It seemed as though Goldsmith put a lot of effort into this score, and occasionally the music is rousing, evocative and mysterious – but to me, four fifths of the score suffers from those ‘faults’ that have afflicted most of Goldsmith’s work during the 90s. Firstly, there is the often banal and repetitive action music that is frequently way too loud, clumsy and hollow-sounding. Secondly, much of the score has a staccato-character, by that I mean the music is jerky with too many highs and lows and not enough smooth ambience – though THE GHOST AND THE DARKNESS does contain far more atmospheric scoring (such as the whispering sampled voices and whistles) than most of Goldsmiths 90s scores.
Indeed, despite the array of electronics utilized, the score is often too symphonic and orchestral at the wrong time.
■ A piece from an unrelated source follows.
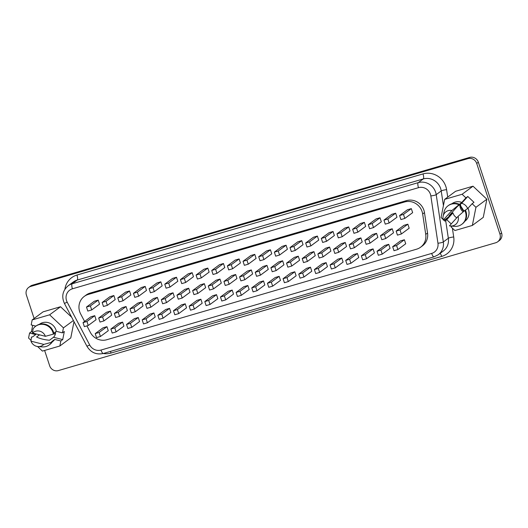 <?xml version="1.0" encoding="UTF-8"?>
<svg xmlns="http://www.w3.org/2000/svg" width="528" height="528" viewBox="0 0 528 528"><rect width="100%" height="100%" fill="white"/><g stroke="black" fill="none" stroke-linecap="round" stroke-linejoin="round"><path stroke-width="0.79" d="M463.201 211.853A8.019 7.603 53.5 0 1 460.31 207.788A8.019 7.603 53.5 0 1 459.928 204.567M456.773 217.793A8.019 7.603 53.5 0 1 453.037 213.16A8.019 7.603 53.5 0 1 452.951 212.89L446.767 219.721L451.222 223.918M86.929 325.882L90.347 332.389A14.197 13.451 -126.5 0 0 106.788 339.735L416.579 249.196A14.197 13.451 -126.5 0 0 420.605 247.203A14.197 13.451 -126.5 0 0 425.733 234.379L422.657 213.959A14.197 13.451 -126.5 0 0 404.692 201.96L88.255 294.439A14.197 13.451 -126.5 0 0 84.229 296.432A14.197 13.451 -126.5 0 0 79.675 311.645A14.197 13.451 -126.5 0 0 80.632 313.916L84.599 321.453M443.692 219.971L444.893 221.107L449.018 216.546L444.979 219.701L443.276 220.031A7.986 7.57 53.5 0 1 443.137 216.137A7.986 7.57 53.5 0 1 451.889 210.52L443.276 220.031M53.797 333.175L56.318 331.313A10.897 10.322 -126.5 0 0 55.981 330.04A10.897 10.322 -126.5 0 0 39.534 324.192L39.362 324.317M52.958 332.534A11.53 10.93 -126.5 0 0 35.548 326.344A11.53 10.93 -126.5 0 0 33.046 328.984L32.584 333.056A7.986 7.57 -126.5 0 1 45.388 336.31L53.368 334.145A11.53 10.93 -126.5 0 0 52.958 332.534M53.368 334.145L53.915 333.742A11.53 10.93 -126.5 0 0 53.506 332.125A11.53 10.93 -126.5 0 0 36.095 325.941L35.548 326.344M56.318 331.313L62.456 332.871L63.452 327.862L49.612 314.813L32.175 319.909L31.178 324.931L35.851 326.119M45.388 336.31L32.584 333.056M451.823 226.123L451.084 226.934L454.912 230.538L472.349 225.443L475.946 207.306L472.118 203.702L473.992 202.316L467.801 196.489L465.927 197.875L461.802 202.429A10.897 10.322 53.5 0 0 452.034 203.643L451.856 203.768M465.927 197.875L462.099 194.264L444.662 199.36L441.065 217.503L443.131 219.45M451.889 210.52L461.802 202.429M443.137 216.137L444.008 212.104A11.53 10.93 53.5 0 1 448.048 205.795A11.53 10.93 53.5 0 1 458.641 204.607M448.048 205.795L448.595 205.385A11.53 10.93 53.5 0 1 459.182 204.204M467.801 196.489L461.617 203.32L457.558 206.316L448.892 215.893L452.951 212.89M34.109 318.476L26.4 295.033A7.095 6.725 53.5 0 1 28.677 287.43L30.314 286.216A7.095 6.725 53.5 0 1 32.327 285.219L469.643 157.417A7.095 6.725 53.5 0 1 478.342 162.228L501.6 232.967A7.095 6.725 53.5 0 1 499.323 240.57L497.686 241.784A7.095 6.725 53.5 0 1 495.673 242.781L58.357 370.583A7.095 6.725 53.5 0 1 49.658 365.772L44.616 350.447M37.547 346.507L42.412 351.094L59.849 345.998L60.845 340.976L54.714 339.418L51.652 341.682L52.305 341.847L51.764 342.25L43.778 344.414A7.986 7.57 -126.5 0 1 37.93 346.553L42.042 346.903A11.53 10.93 -126.5 0 0 49.256 344.89A11.53 10.93 -126.5 0 0 51.764 342.25M49.256 344.89L49.804 344.487A11.53 10.93 -126.5 0 0 52.305 341.847L52.483 341.715A10.897 10.322 -126.5 0 0 54.714 339.418M37.93 346.553A7.986 7.57 -126.5 0 1 30.974 341.167L31.442 337.088L32.644 336.851L35.699 334.594L29.568 333.036L28.571 338.045L31.033 340.369M464.805 221.291L464.983 221.166A10.897 10.322 53.5 0 0 467.993 208.256L472.118 203.702M71.683 317.242L60.535 306.742L43.098 311.837L32.175 319.909M59.849 345.998L70.772 337.92L74.006 321.664M28.677 287.43A7.095 6.725 53.5 0 1 30.69 286.433L468.006 158.631A7.095 6.725 53.5 0 1 476.705 163.436L499.963 234.175A7.095 6.725 53.5 0 1 497.686 241.784M472.349 225.443L483.272 217.371L486.869 199.234L473.022 186.193L455.585 191.288L444.662 199.36M420.605 247.203L422.426 245.857A14.197 13.451 -126.5 0 0 427.548 233.033L424.479 212.619A14.197 13.451 -126.5 0 0 406.507 200.62L90.077 293.093A14.197 13.451 -126.5 0 0 86.051 295.086L84.229 296.432M106.946 326.68L103.046 327.815L95.218 333.604L96.538 337.623L100.439 336.488L108.266 330.7L106.946 326.68L99.119 332.462L100.439 336.488M122.602 322.106L118.701 323.242L110.873 329.03L112.193 333.049L116.094 331.914L123.922 326.126L122.602 322.106L114.774 327.888L116.094 331.914M138.257 317.526L134.356 318.668L126.529 324.449L127.849 328.475L131.749 327.334L139.577 321.552L138.257 317.526L130.429 323.314L131.749 327.334M153.912 312.952L150.011 314.094L142.184 319.876L143.504 323.902L147.404 322.76L155.232 316.978L153.912 312.952L146.084 318.74L147.404 322.76M169.567 308.378L165.667 309.514L157.839 315.302L159.166 319.328L163.06 318.186L170.887 312.398L169.567 308.378L161.74 314.16L163.06 318.186M185.222 303.805L181.322 304.94L173.494 310.728L174.821 314.747L178.715 313.612L186.542 307.824L185.222 303.805L177.395 309.586L178.715 313.612M200.878 299.224L196.977 300.366L189.149 306.154L190.476 310.174L194.37 309.038L202.198 303.25L200.878 299.224L193.05 305.012L194.37 309.038M216.533 294.65L212.632 295.792L204.805 301.574L206.131 305.6L210.025 304.458L217.853 298.676L216.533 294.65L208.705 300.439L210.025 304.458M232.188 290.077L228.287 291.218L220.46 297L221.786 301.026L225.68 299.884L233.508 294.103L232.188 290.077L224.36 295.865L225.68 299.884M247.843 285.503L243.943 286.638L236.115 292.426L237.442 296.452L241.336 295.31L249.163 289.522L247.843 285.503L240.016 291.284L241.336 295.31M404.395 239.752L400.501 240.887L392.674 246.675L393.994 250.694L397.894 249.559L405.722 243.771L404.395 239.752L396.568 245.533L397.894 249.559M388.74 244.325L384.846 245.467L377.018 251.249L378.338 255.275L382.232 254.133L390.067 248.351L388.74 244.325L380.912 250.114L382.232 254.133M373.085 248.899L369.191 250.041L361.357 255.823L362.683 259.849L366.577 258.707L374.411 252.925L373.085 248.899L365.257 254.687L366.577 258.707M357.43 253.473L353.536 254.615L345.701 260.403L347.028 264.422L350.922 263.287L358.756 257.499L357.43 253.473L349.602 259.261L350.922 263.287M341.774 258.053L337.88 259.189L330.046 264.977L331.373 268.996L335.267 267.861L343.101 262.073L341.774 258.053L333.947 263.835L335.267 267.861M326.119 262.627L322.225 263.762L314.391 269.551L315.718 273.577L319.612 272.435L327.439 266.647L326.119 262.627L318.292 268.409L319.612 272.435M310.464 267.201L306.563 268.343L298.736 274.124L300.062 278.15L303.956 277.009L311.784 271.227L310.464 267.201L302.636 272.989L303.956 277.009M294.809 271.775L290.908 272.917L283.081 278.698L284.407 282.724L288.301 281.582L296.129 275.801L294.809 271.775L286.981 277.563L288.301 281.582M279.154 276.349L275.253 277.49L267.425 283.279L268.752 287.298L272.646 286.163L280.474 280.375L279.154 276.349L271.326 282.137L272.646 286.163M94.75 315.691L90.856 316.826L83.028 322.615L84.348 326.641L88.249 325.499L96.076 319.711L94.75 315.691L86.922 321.473L88.249 325.499M98.215 300.128L94.314 301.264L86.486 307.052L87.813 311.071L91.707 309.936L99.535 304.148L98.215 300.128L90.387 305.91L91.707 309.936M110.405 311.117L106.511 312.253L98.683 318.041L100.003 322.06L103.904 320.925L111.731 315.137L110.405 311.117L102.577 316.899L103.904 320.925M113.87 295.548L109.969 296.69L102.142 302.478L103.468 306.497L107.362 305.362L115.19 299.574L113.87 295.548L106.042 301.336L107.362 305.362M126.06 306.537L122.166 307.679L114.338 313.467L115.658 317.486L119.559 316.351L127.387 310.563L126.06 306.537L118.232 312.325L119.559 316.351M129.525 290.974L125.624 292.116L117.797 297.898L119.123 301.924L123.017 300.782L130.845 295L129.525 290.974L121.697 296.762L123.017 300.782M141.715 301.963L137.821 303.105L129.994 308.887L131.314 312.913L135.214 311.771L143.042 305.989L141.715 301.963L133.888 307.751L135.214 311.771M145.18 286.4L141.28 287.542L133.452 293.324L134.779 297.35L138.673 296.208L146.5 290.426L145.18 286.4L137.353 292.189L138.673 296.208M157.37 297.389L153.476 298.531L145.649 304.313L146.969 308.339L150.869 307.197L158.697 301.415L157.37 297.389L149.543 303.178L150.869 307.197M160.835 281.827L156.941 282.962L149.107 288.75L150.434 292.776L154.328 291.634L162.155 285.846L160.835 281.827L153.008 287.608L154.328 291.634M173.026 292.816L169.132 293.951L161.304 299.739L162.624 303.758L166.525 302.623L174.352 296.835L173.026 292.816L165.198 298.597L166.525 302.623M176.491 277.253L172.597 278.388L164.762 284.176L166.089 288.196L169.983 287.06L177.811 281.272L176.491 277.253L168.663 283.034L169.983 287.06M188.681 288.242L184.787 289.377L176.959 295.165L178.279 299.185L182.18 298.049L190.007 292.261L188.681 288.242L180.853 294.023L182.18 298.049M192.146 272.672L188.252 273.814L180.418 279.602L181.744 283.622L185.638 282.487L193.472 276.698L192.146 272.672L184.318 278.461L185.638 282.487M204.336 283.661L200.442 284.803L192.614 290.585L193.934 294.611L197.835 293.469L205.663 287.687L204.336 283.661L196.508 289.45L197.835 293.469M207.801 268.099L203.907 269.24L196.073 275.022L197.399 279.048L201.293 277.906L209.128 272.125L207.801 268.099L199.973 273.887L201.293 277.906M219.998 279.088L216.097 280.229L208.27 286.011L209.59 290.037L213.49 288.895L221.318 283.114L219.998 279.088L212.164 284.876L213.49 288.895M223.456 263.525L219.562 264.667L211.735 270.448L213.055 274.474L216.949 273.332L224.783 267.551L223.456 263.525L215.629 269.313L216.949 273.332M235.653 274.514L231.752 275.656L223.925 281.437L225.245 285.463L229.145 284.321L236.973 278.533L235.653 274.514L227.819 280.295L229.145 284.321M239.111 258.951L235.217 260.086L227.39 265.874L228.71 269.9L232.604 268.759L240.438 262.97L239.111 258.951L231.284 264.733L232.604 268.759M407.86 224.189L403.96 225.324L396.132 231.112L397.459 235.132L401.353 233.996L409.18 228.208L407.86 224.189L400.033 229.97L401.353 233.996M411.325 208.619L407.425 209.761L399.597 215.549L400.917 219.569L404.818 218.434L412.645 212.645L411.325 208.619L403.491 214.408L404.818 218.434M392.205 228.763L388.304 229.898L380.477 235.686L381.803 239.712L385.697 238.57L393.525 232.782L392.205 228.763L384.377 234.544L385.697 238.57M395.663 213.2L391.769 214.335L383.942 220.123L385.262 224.143L389.162 223.007L396.99 217.219L395.663 213.2L387.836 218.981L389.162 223.007M376.55 233.336L372.649 234.478L364.822 240.26L366.148 244.286L370.042 243.144L377.87 237.362L376.55 233.336L368.722 239.125L370.042 243.144M380.008 217.774L376.114 218.909L368.287 224.697L369.607 228.723L373.507 227.581L381.335 221.793L380.008 217.774L372.181 223.555L373.507 227.581M360.895 237.91L356.994 239.052L349.166 244.834L350.493 248.86L354.387 247.718L362.215 241.936L360.895 237.91L353.067 243.698L354.387 247.718M364.353 222.347L360.459 223.489L352.631 229.271L353.951 233.297L357.852 232.155L365.68 226.373L364.353 222.347L356.525 228.136L357.852 232.155M345.239 242.484L341.339 243.626L333.511 249.414L334.831 253.433L338.732 252.298L346.559 246.51L345.239 242.484L337.412 248.272L338.732 252.298M348.698 226.921L344.804 228.063L336.976 233.845L338.296 237.871L342.197 236.729L350.024 230.947L348.698 226.921L340.87 232.709L342.197 236.729M329.584 247.064L325.684 248.2L317.856 253.988L319.176 258.007L323.077 256.872L330.904 251.084L329.584 247.064L321.757 252.846L323.077 256.872M333.043 231.502L329.149 232.637L321.321 238.425L322.641 242.444L326.542 241.309L334.369 235.521L333.043 231.502L325.215 237.283L326.542 241.309M313.929 251.638L310.028 252.773L302.201 258.562L303.521 262.588L307.421 261.446L315.249 255.658L313.929 251.638L306.101 257.42L307.421 261.446M317.387 236.075L313.493 237.211L305.666 242.999L306.986 247.018L310.886 245.883L318.714 240.095L317.387 236.075L309.56 241.857L310.886 245.883M298.274 256.212L294.373 257.354L286.546 263.135L287.866 267.161L291.766 266.02L299.594 260.238L298.274 256.212L290.446 262L291.766 266.02M301.732 240.649L297.838 241.791L290.011 247.573L291.331 251.599L295.231 250.457L303.059 244.675L301.732 240.649L293.905 246.437L295.231 250.457M282.619 260.786L278.718 261.928L270.89 267.709L272.21 271.735L276.111 270.593L283.939 264.812L282.619 260.786L274.791 266.574L276.111 270.593M286.077 245.223L282.183 246.365L274.355 252.146L275.675 256.172L279.576 255.031L287.404 249.249L286.077 245.223L278.249 251.011L279.576 255.031M266.963 265.366L263.063 266.501L255.235 272.29L256.555 276.309L260.456 275.174L268.283 269.386L266.963 265.366L259.129 271.148L260.456 275.174M270.422 249.797L266.528 250.939L258.7 256.727L260.02 260.746L263.921 259.611L271.748 253.823L270.422 249.797L262.594 255.585L263.921 259.611M263.498 280.929L259.598 282.064L251.77 287.852L253.097 291.872L256.991 290.737L264.818 284.948L263.498 280.929L255.671 286.711L256.991 290.737M251.308 269.94L247.408 271.075L239.58 276.863L240.9 280.883L244.801 279.748L252.628 273.959L251.308 269.94L243.474 275.722L244.801 279.748M254.767 254.377L250.873 255.512L243.045 261.301L244.365 265.32L248.266 264.185L256.093 258.397L254.767 254.377L246.939 260.159L248.266 264.185M246.939 260.159L243.045 261.301M243.474 275.722L239.58 276.863M255.671 286.711L251.77 287.852M262.594 255.585L258.7 256.727M259.129 271.148L255.235 272.29M278.249 251.011L274.355 252.146M274.791 266.574L270.89 267.709M293.905 246.437L290.011 247.573M290.446 262L286.546 263.135M309.56 241.857L305.666 242.999M306.101 257.42L302.201 258.562M325.215 237.283L321.321 238.425M321.757 252.846L317.856 253.988M340.87 232.709L336.976 233.845M337.412 248.272L333.511 249.414M356.525 228.136L352.631 229.271M353.067 243.698L349.166 244.834M372.181 223.555L368.287 224.697M368.722 239.125L364.822 240.26M387.836 218.981L383.942 220.123M384.377 234.544L380.477 235.686M403.491 214.408L399.597 215.549M400.033 229.97L396.132 231.112M231.284 264.733L227.39 265.874M227.819 280.295L223.925 281.437M215.629 269.313L211.735 270.448M212.164 284.876L208.27 286.011M199.973 273.887L196.073 275.022M196.508 289.45L192.614 290.585M184.318 278.461L180.418 279.602M180.853 294.023L176.959 295.165M168.663 283.034L164.762 284.176M165.198 298.597L161.304 299.739M153.008 287.608L149.107 288.75M149.543 303.178L145.649 304.313M137.353 292.189L133.452 293.324M133.888 307.751L129.994 308.887M121.697 296.762L117.797 297.898M118.232 312.325L114.338 313.467M106.042 301.336L102.142 302.478M102.577 316.899L98.683 318.041M90.387 305.91L86.486 307.052M86.922 321.473L83.028 322.615M271.326 282.137L267.425 283.279M286.981 277.563L283.081 278.698M302.636 272.989L298.736 274.124M318.292 268.409L314.391 269.551M333.947 263.835L330.046 264.977M349.602 259.261L345.701 260.403M365.257 254.687L361.357 255.823M380.912 250.114L377.018 251.249M396.568 245.533L392.674 246.675M240.016 291.284L236.115 292.426M224.36 295.865L220.46 297M208.705 300.439L204.805 301.574M193.05 305.012L189.149 306.154M177.395 309.586L173.494 310.728M161.74 314.16L157.839 315.302M146.084 318.74L142.184 319.876M130.429 323.314L126.529 324.449M114.774 327.888L110.873 329.03M99.119 332.462L95.218 333.604M62.456 332.871L64.33 331.485L62.72 339.59L60.845 340.976M63.452 327.862L73.399 320.509M49.612 314.813L60.535 306.742M32.703 325.314L31.442 331.65L32.67 331.96M29.568 333.036L31.442 331.65M475.946 207.306L486.869 199.234M462.099 194.264L473.022 186.193M446.767 219.721L444.893 221.107M458.08 216.348A7.986 7.57 53.5 0 1 450.424 226.004A7.986 7.57 53.5 0 1 449.467 225.859L458.08 216.348L464.825 210.434A11.53 10.93 53.5 0 1 461.756 224.341A11.53 10.93 53.5 0 1 454.535 226.354L450.424 226.004M464.825 210.434L465.373 210.032A11.53 10.93 53.5 0 1 462.304 223.938L461.756 224.341M467.993 208.256L465.432 210.151M461.617 203.32A8.019 7.603 53.5 0 1 467.61 208.54M30.974 341.167L43.778 344.414M39.508 334.818L36.577 336.983C40.055 338.705 44.352 339.794 49.467 340.256L53.526 337.26L62.72 339.59M53.757 333.861A8.019 7.603 -126.5 0 0 55.354 334.066M55.638 331.815A8.019 7.603 53.5 0 1 53.526 337.26M53.863 333.485A10.824 10.256 -126.5 0 0 55.255 334.066M463.901 211.246A10.824 10.256 53.5 0 1 460.706 206.349A10.824 10.256 53.5 0 1 460.244 204.336M435.646 192.258A14.197 13.451 53.5 0 1 436.214 194.641L441.217 190.945A14.197 13.451 -126.5 0 0 440.649 188.555A14.197 13.451 -126.5 0 0 423.251 178.939L77.2 280.071A14.197 13.451 -126.5 0 0 73.174 282.064L68.171 285.767A14.197 13.451 53.5 0 1 72.197 283.774L77.2 280.071A4.435 1.333 -106.3 0 0 76.963 275.042L423.014 173.91A4.435 1.333 -106.3 0 1 423.251 178.939L418.242 182.642A14.197 13.451 53.5 0 1 435.646 192.258M430.835 195.921A9.761 9.247 -126.5 0 0 430.445 194.284A9.761 9.247 -126.5 0 0 418.486 187.671L72.435 288.803A9.761 9.247 -126.5 0 0 67.195 302.194L89.707 345.002A9.761 9.247 -126.5 0 0 101.013 350.051L431.666 253.42A9.761 9.247 -126.5 0 0 437.956 243.23L430.835 195.921A4.435 0.693 -8.6 0 0 436.214 194.641L443.329 241.949L448.338 238.247L445.672 220.532M423.014 173.91A18.632 17.655 53.5 0 1 445.85 186.529A18.632 17.655 53.5 0 1 446.596 189.658L447.718 197.102M452.39 228.162L453.71 236.966A18.632 17.655 53.5 0 1 441.698 256.423L111.045 353.054A18.632 17.655 53.5 0 1 103.27 353.503M64.904 289.245A18.632 17.655 53.5 0 1 76.963 275.042M469.643 157.417L468.006 158.631M478.342 162.228L476.705 163.436M501.6 232.967L499.963 234.175M32.327 285.219L30.69 286.433M437.956 243.23A4.435 0.693 -8.6 0 0 443.329 241.949A14.197 13.451 53.5 0 1 438.207 254.773L443.216 251.077A14.197 13.451 -126.5 0 0 448.338 238.247A4.435 0.693 171.4 0 1 453.71 236.966M443.428 205.597L441.217 190.945A4.435 0.693 171.4 0 1 446.596 189.658M72.435 288.803A4.435 1.333 73.7 0 1 72.197 283.774L418.242 182.642A4.435 1.333 73.7 0 0 418.486 187.671M110.392 351.424A4.435 1.333 -106.3 0 1 111.045 353.054M440.108 253.367A4.435 1.333 -106.3 0 1 441.698 256.423M101.013 350.051A4.435 1.333 73.7 0 0 103.396 353.47C96.307 354.981 90.816 352.565 86.922 346.229L89.707 345.002M431.666 253.42A4.435 1.333 73.7 0 0 434.042 256.839L103.396 353.47M86.922 346.229L64.409 303.415L67.195 302.194M88.255 294.439L90.077 293.093M425.733 234.379L427.548 233.033M422.657 213.959L424.479 212.619M404.692 201.96L406.507 200.62M53.823 333.293L55.381 333.973M460.376 204.237L460.832 206.191L464.033 211.127M434.042 256.839L438.207 254.773M64.409 303.415C61.354 296.472 62.608 290.591 68.171 285.767"/></g></svg>

The lion-attack scenes were overwhelmed by shattering brass and acoustic drums – it was just too bombastic. On the other hand, though there were some lovely romantic-symphonic moments, not enough was made of the opportunities afforded Goldsmith. Look what Yared did for THE ENGLISH PATIENT - a gorgeous orchestral score with a memorable and dynamite main theme. And that brings me on to the third problem area in Goldsmith’s scoring of THE GHOST AND THE DARKNESS - the thematic material.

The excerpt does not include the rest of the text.